Exercise objective: The answer must give back every line of the data exactly, with no pictures.

*** Data under study Section Begins ***

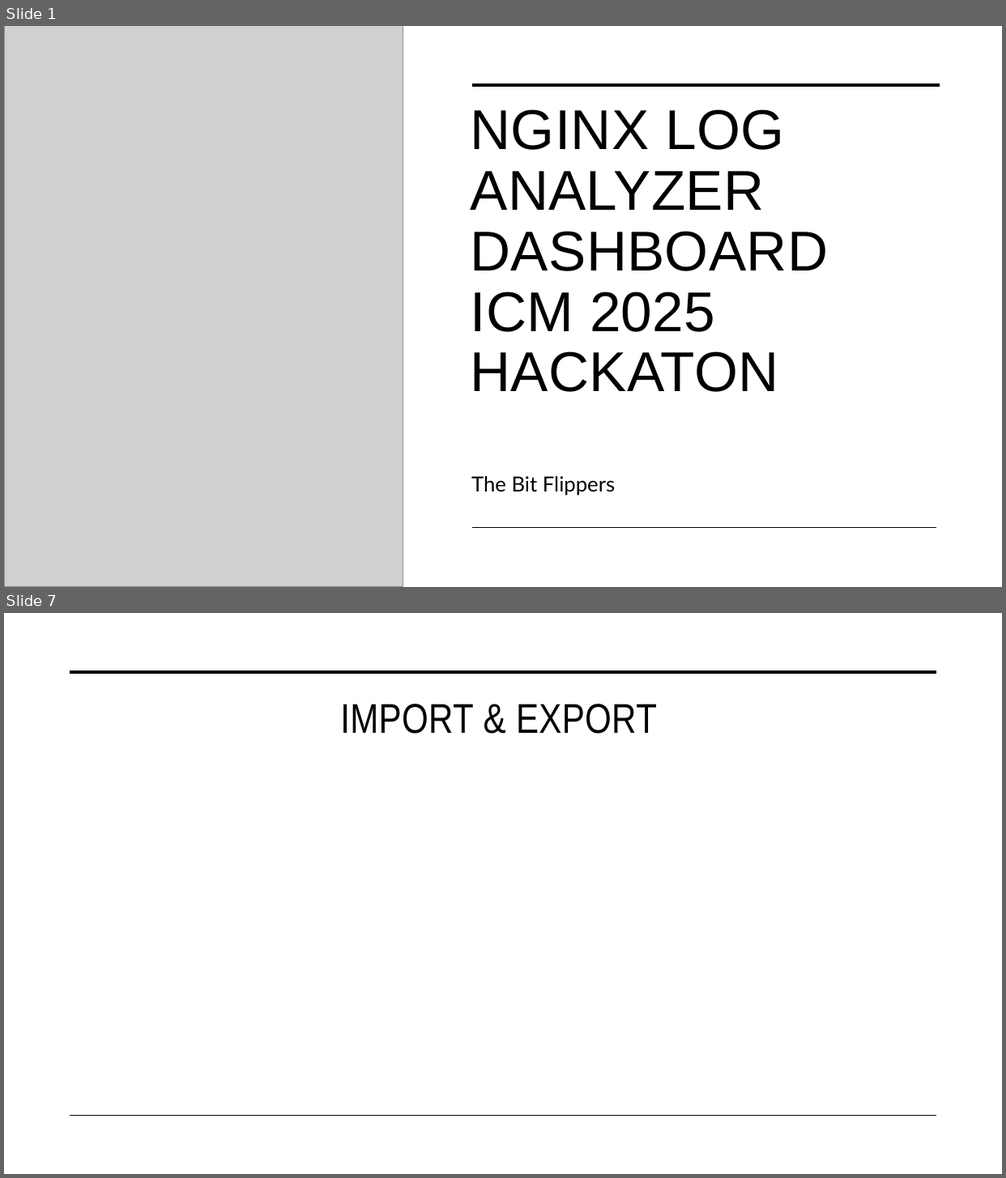
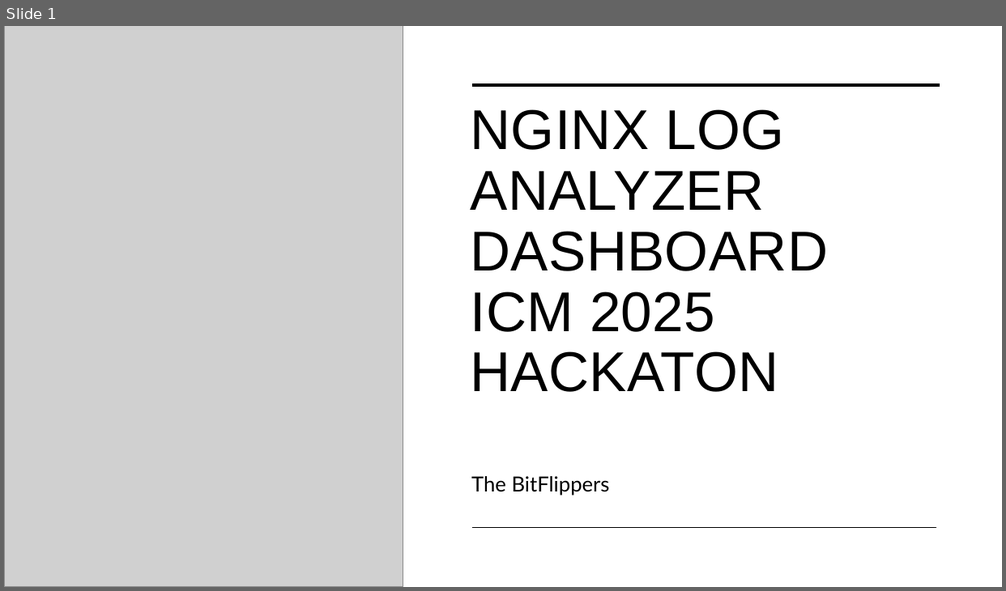
Before and after one commit to MykolaVaskevych/ICM_2025_HACKATON, a slide deck: NGINX Log Analyzer Dashboard.pptm. Shown one above the other, each under a label of ours: slides 1 and 7 before the commit, slide 1 after it; the slides between them are not shown. The pictures are 1006x1178 and 1006x591 pixels, drawn with LibreOffice and Linux fonts; fonts in the diff are those of the drawing; grey boxes stand for pictures. Boxes give left, top, right and bottom in pixels: in the first picture for what was removed or moved away, otherwise in the second. Text is boxed around its words. In the diff, an @@ line names an element or a change of style, - is before the commit and + after.

```diff
--- a/NGINX Log Analyzer Dashboard.pptm
+++ b/NGINX Log Analyzer Dashboard.pptm
@@ slide 7 removed at (4,613,1002,1174), background #FFFFFF @@
@@ line removed from (70, 672) to (937, 672) @@
@@ title removed at (340,704,657,734) @@
-IMPORT & EXPORT
@@ line removed from (70, 1116) to (937, 1116) @@
@@ slide 1 changed as well @@
@@ subtitle at (471,476,610,496): spaces changed @@
-The Bit Flippers
+The BitFlippers
```
Also in this commit, not shown: 3 other slides changed, 4 slides added, 2 other slides removed.

*** Data under study Section Ends ***

Answer for the task:
Before and after one commit to MykolaVaskevych/ICM_2025_HACKATON, a slide deck: NGINX Log Analyzer Dashboard.pptm. Shown one above the other, each under a label of ours: slides 1 and 7 before the commit, slide 1 after it; the slides between them are not shown. The pictures are 1006x1178 and 1006x591 pixels, drawn with LibreOffice and Linux fonts; fonts in the diff are those of the drawing; grey boxes stand for pictures. Boxes give left, top, right and bottom in pixels: in the first picture for what was removed or moved away, otherwise in the second. Text is boxed around its words. In the diff, an @@ line names an element or a change of style, - is before the commit and + after.

```diff
--- a/NGINX Log Analyzer Dashboard.pptm
+++ b/NGINX Log Analyzer Dashboard.pptm
@@ slide 7 removed at (4,613,1002,1174), background #FFFFFF @@
@@ line removed from (70, 672) to (937, 672) @@
@@ title removed at (340,704,657,734) @@
-IMPORT & EXPORT
@@ line removed from (70, 1116) to (937, 1116) @@
@@ slide 1 changed as well @@
@@ subtitle at (471,476,610,496): spaces changed @@
-The Bit Flippers
+The BitFlippers
```
Also in this commit, not shown: 3 other slides changed, 4 slides added, 2 other slides removed.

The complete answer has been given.